The author, like a true parson, that is never to be satisfied, encouraged by this unexpected success, had the assurance the very next year to print a Project for the Advancement of Religion and Reformation of Manners; in which, to the great offence and surprise of the public, the religion he proposed to advance, was the old stale affair of orthodox Christianity, as some affect to call it, together with the clog of the church, as hitherto received in these countries; and the manners he would reform us to, were those no less antiquated customs that had been all lately exploded under the unfashionable name of virtue. The nation may see by this example, how apprehensive it ought to be of the encroachments of the church, and how cautious of encouraging a set of men, whose designs are boundless, who are professed enemies to liberty, and who, if not opposed in time, will again reduce us to slavish mortifications, and superstitious prayers.

His project was knocked on the head by these three little defects in itself; first, the presumption and exorbitancy of the thing raised a general contempt and indignation in the breasts of all free Britons, whose liberties it proposed to abridge by a narrow way of thinking, and a certain stiffness and formality of living, which was directly opposite to the gay and easy manner they had just began to learn of the French. In the next place there was nobody so stupid but could perceive that it as designed to serve

a party. For as his project consisted chiefly in a proposal to the queen to promote none but men of virtuous, regular, and religious lives, to places of trust in either church or state; who sees not that the promoting and enriching himself and his set was at the bottom? This was too partial and narrow a scheme to take, because there would not have been men found to fill our vacant employments, and though there had, yet almost the whole bulk of the nation must have been excluded; so that it would have been a more flagrant grievance, and a greater abridgment of the civil rights of the subject, than even the Test Act itself. In the last place, the project in itself, was, and is, and ever will be, impracticable. I defy any queen or king either to distinguish the virtuous from the vicious, or the deserving from such as are otherwise. No man shews himself to his sovereign; and I may venture to say that there is not a king in Europe who ever saw one of his own subjects yet. But supposing a prince could distinguish between man and man, would it be consistent with any one refinement in modern politics to heap his favours on a few, and pass by so great a majority of his loyal subjects, for no other reason truly, but because they do not go to church, nor say their prayers, nor worship a God? If he can make it their interest to serve him, what need he care how far they gratify their inclination in the choice of their principles, and in their manner of living? Besides, if what I have often heard, from Machiavel and other great politicians, is true, your honest and religious fools are the most unfit creatures in the world to serve about a court. The narrowness of their principles, and the sickly delicacy of their consciences so hamper both their heads and hands, that they are altogether unqualified for business. A prince who has a genius equal to his high station, with such a set of precise formalists to execute his designs either among his subjects, or with his neighbouring princes, must make much the same figure that a man of mettle and spirit does, whose hands and feet are cramped and contracted by a severe fit of the gout. When he would make a stride he stumbles at a straw. When he would make his subjects tremble and his neighbours quake with the vigorous shake of his sceptre, he can scarcely wield a pin.

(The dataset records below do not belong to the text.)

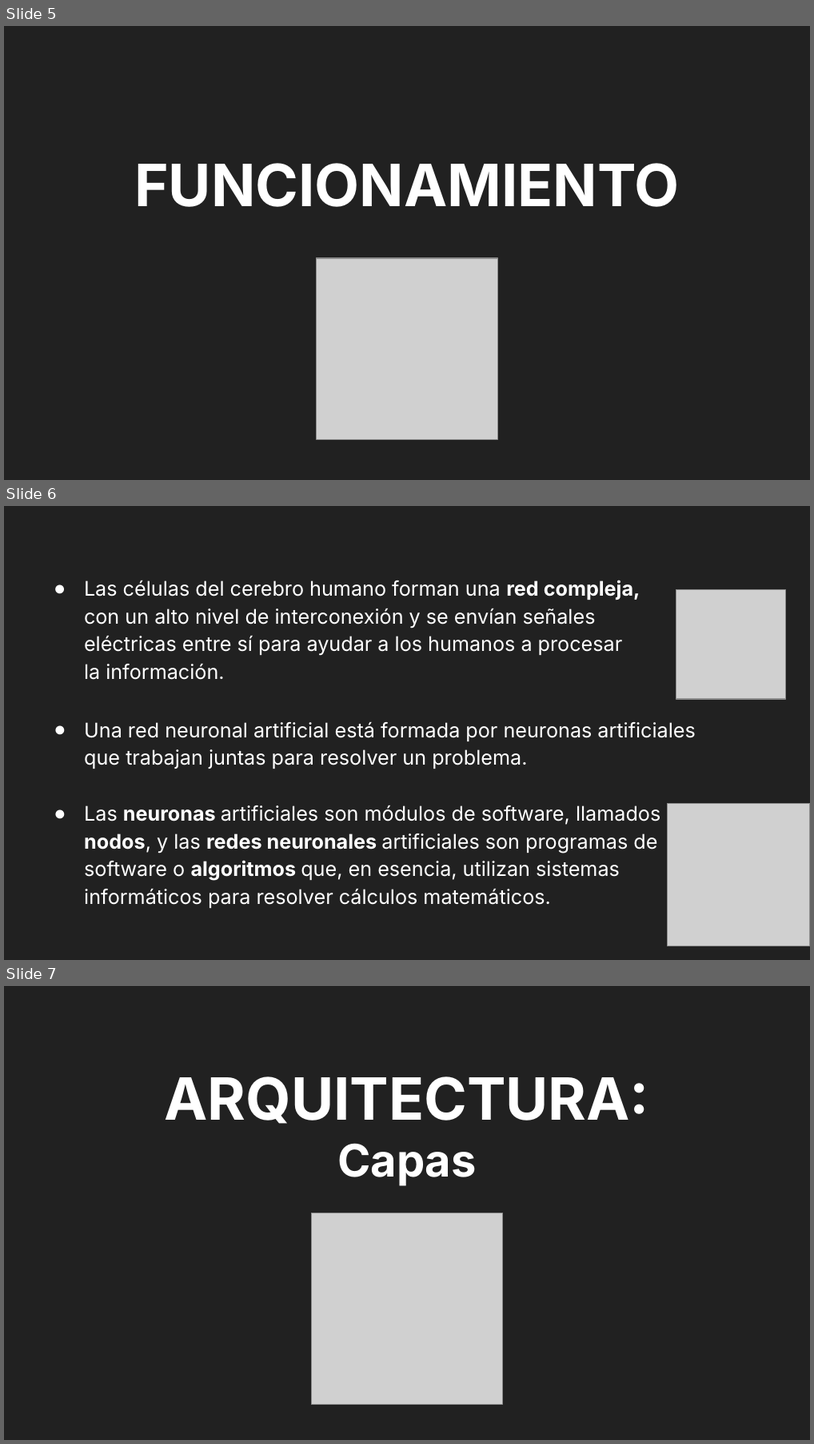
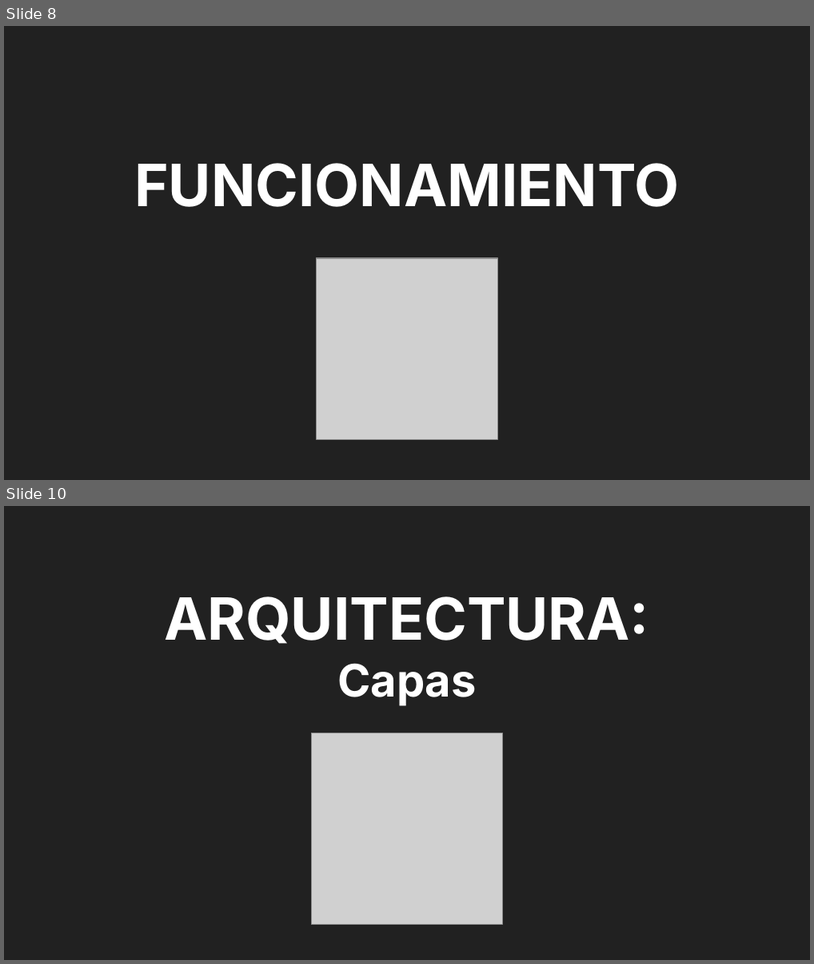
Before and after one commit to VataUTN/Deteccion_de_Figuras_Geometricas, a slide deck: Parcial MI.odp. Shown one above the other, each under a label of ours: slides 5, 6 and 7 before the commit, slides 8 and 10 after it; the slides between them are not shown. The pictures are 814x1444 and 814x964 pixels, drawn with LibreOffice and Linux fonts; fonts in the diff are those of the drawing; grey boxes stand for pictures. Boxes give left, top, right and bottom in pixels: in the first picture for what was removed or moved away, otherwise in the second. Text is boxed around its words. In the diff, an @@ line names an element or a change of style, - is before the commit and + after.

```diff
--- a/Parcial MI.odp
+++ b/Parcial MI.odp
@@ slide 6 removed at [4, 506, 810, 960], background #212121 @@
@@ text removed at [84, 580, 641, 680] @@
-● Las células del cerebro humano forman una red compleja, con un alto nivel de interconexión y se envían señales eléctricas entre sí para ayudar a los humanos a procesar la información.
@@ picture removed at [677, 589, 786, 699] @@
@@ text removed at [84, 722, 695, 908] @@
-● Una red neuronal artificial está formada por neuronas artificiales que trabajan juntas para resolver un problema.
-● Las neuronas artificiales son módulos de software, llamados nodos, y las redes neuronales artificiales son programas de software o algoritmos que, en esencia, utilizan sistemas informáticos para resolver cálculos matemáticos.
@@ picture removed at [668, 803, 810, 945] @@
@@ what was slide 5 is now slide 8 @@
@@ what was slide 7 is now slide 10 @@
```
Also in this commit, not shown: 3 slides changed, 5 slides added, 1 other slide removed.

We may observe upon the whole, that his scheme, if it

could have had any effect at all, it must have been only to make virtue and religion mercenary, by annexing places of profit to the practice of them. If the state should once set itself to encourage virtue and discourage vice, it might come at last to destroy all virtue, because the appropriating temporal power and wealth to certain modes of living must be a heavy bias on the liberty we ought to enjoy of living and acting as we please. Now there being no virtue without liberty, whatsoever tends to abridge our liberty tends likewise to the destruction of virtue. He that has not leave to be vicious is forced to be virtuous (pardon the contradiction), I mean, is forced to live as if he were virtuous, which is the same thing with hypocrisy. Had this project taken place, the devil might have complained of foul play, inasmuch as the whole weight of worldly interest would have been put into the scale against him, and a manifest partiality shewn to religion.

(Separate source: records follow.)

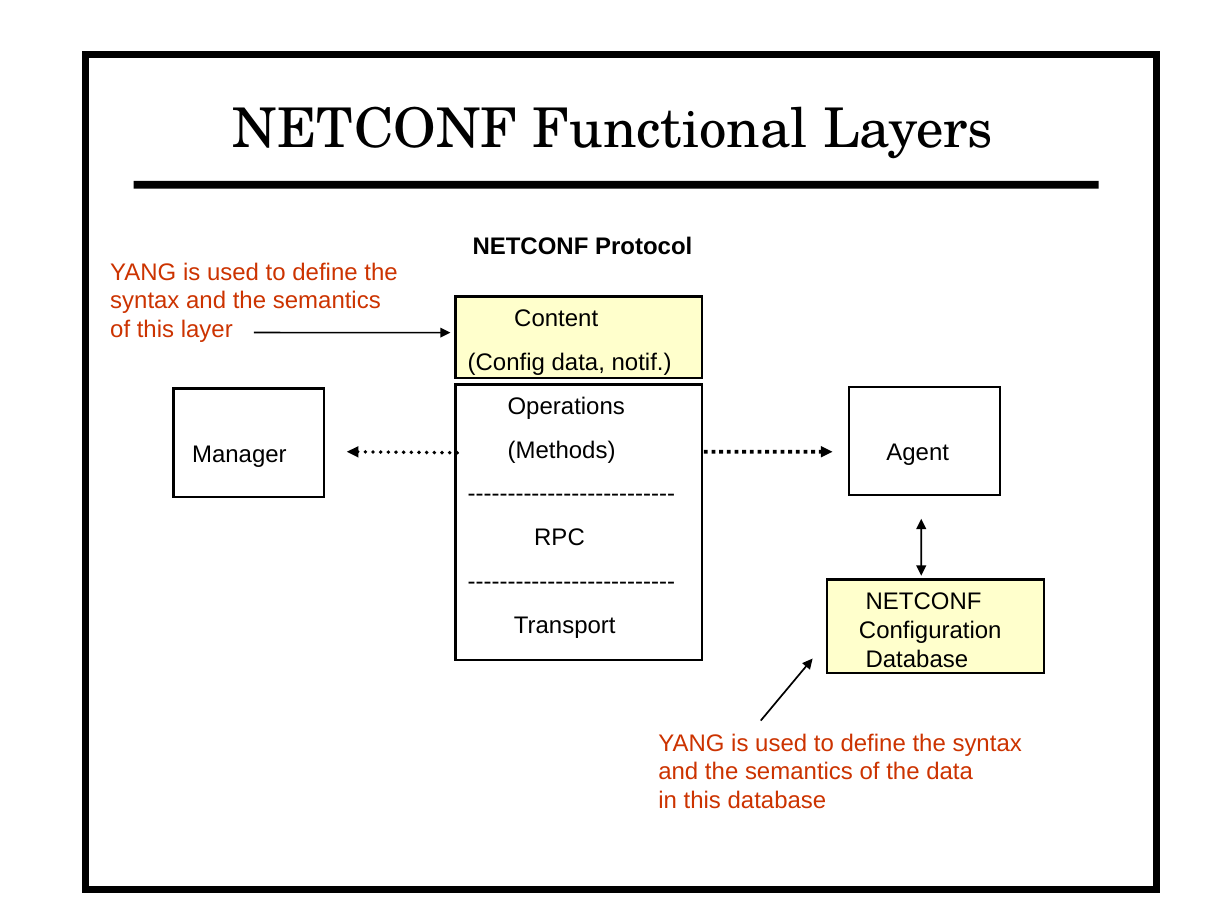
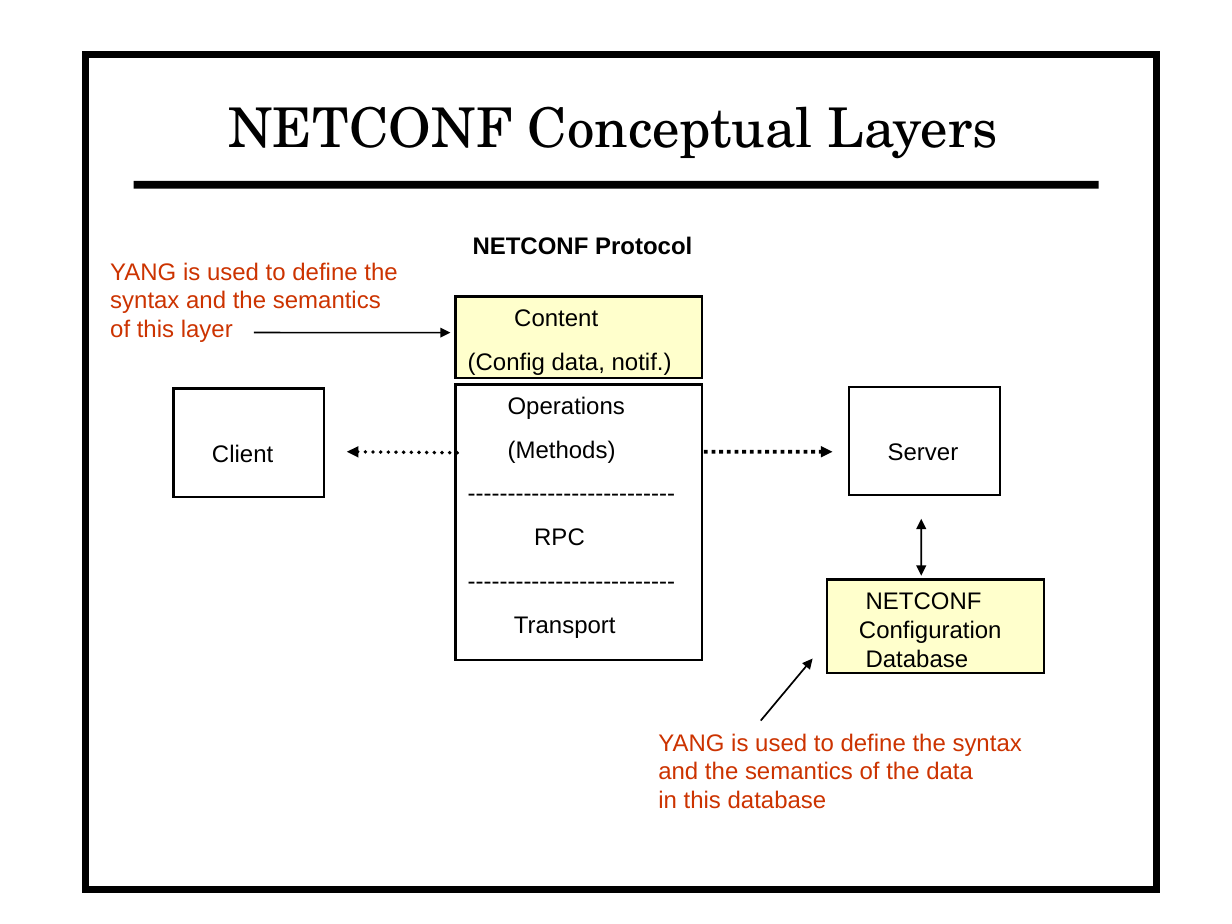
Before and after one commit to vlvassilev/yuma123, a slide deck: slide 1 of netconf/doc/netconfcentral_slides/netconf_functional_layers.odp. Drawn at 1232x924 pixels with LibreOffice and Linux fonts; fonts in the diff are those of the drawing. Boxes give left, top, right and bottom in pixels: in the first picture for what was removed or moved away, otherwise in the second. Text is boxed around its words. In the diff, an @@ line names an element or a change of style, - is before the commit and + after.

```diff
--- a/netconf/doc/netconfcentral_slides/netconf_functional_layers.odp
+++ b/netconf/doc/netconfcentral_slides/netconf_functional_layers.odp
@@ title at [228,106,998,159]: text changed @@
-NETCONF Functional Layers
+NETCONF Conceptual Layers
@@ text in rectangle at [212,444,273,463]: text changed @@
-Manager
+Client
@@ text in rectangle at [888,443,959,461]: text changed @@
-Agent
+Server
```
Also in this commit, not shown: 2 other files.

Our Freethinkers will teach us larger notions, and more comprehensive principles than these; they will shew us that people ought not to be deprived of their civil privileges on account of irreligion or immorality, since they are still useful members of the society, since they serve the public to their own private detriment, and since they generously throw away their fortunes, ruin their healths, and damn their souls, purely for the public weal.

By this the reader may perceive the weakness and partiality of this projector; so I shall take my leave of him and his schemes, and try if I can present the public with others of a more free and generous tendency, founded on a more extended way of thinking, and, considering the times, more likely a great deal to succeed.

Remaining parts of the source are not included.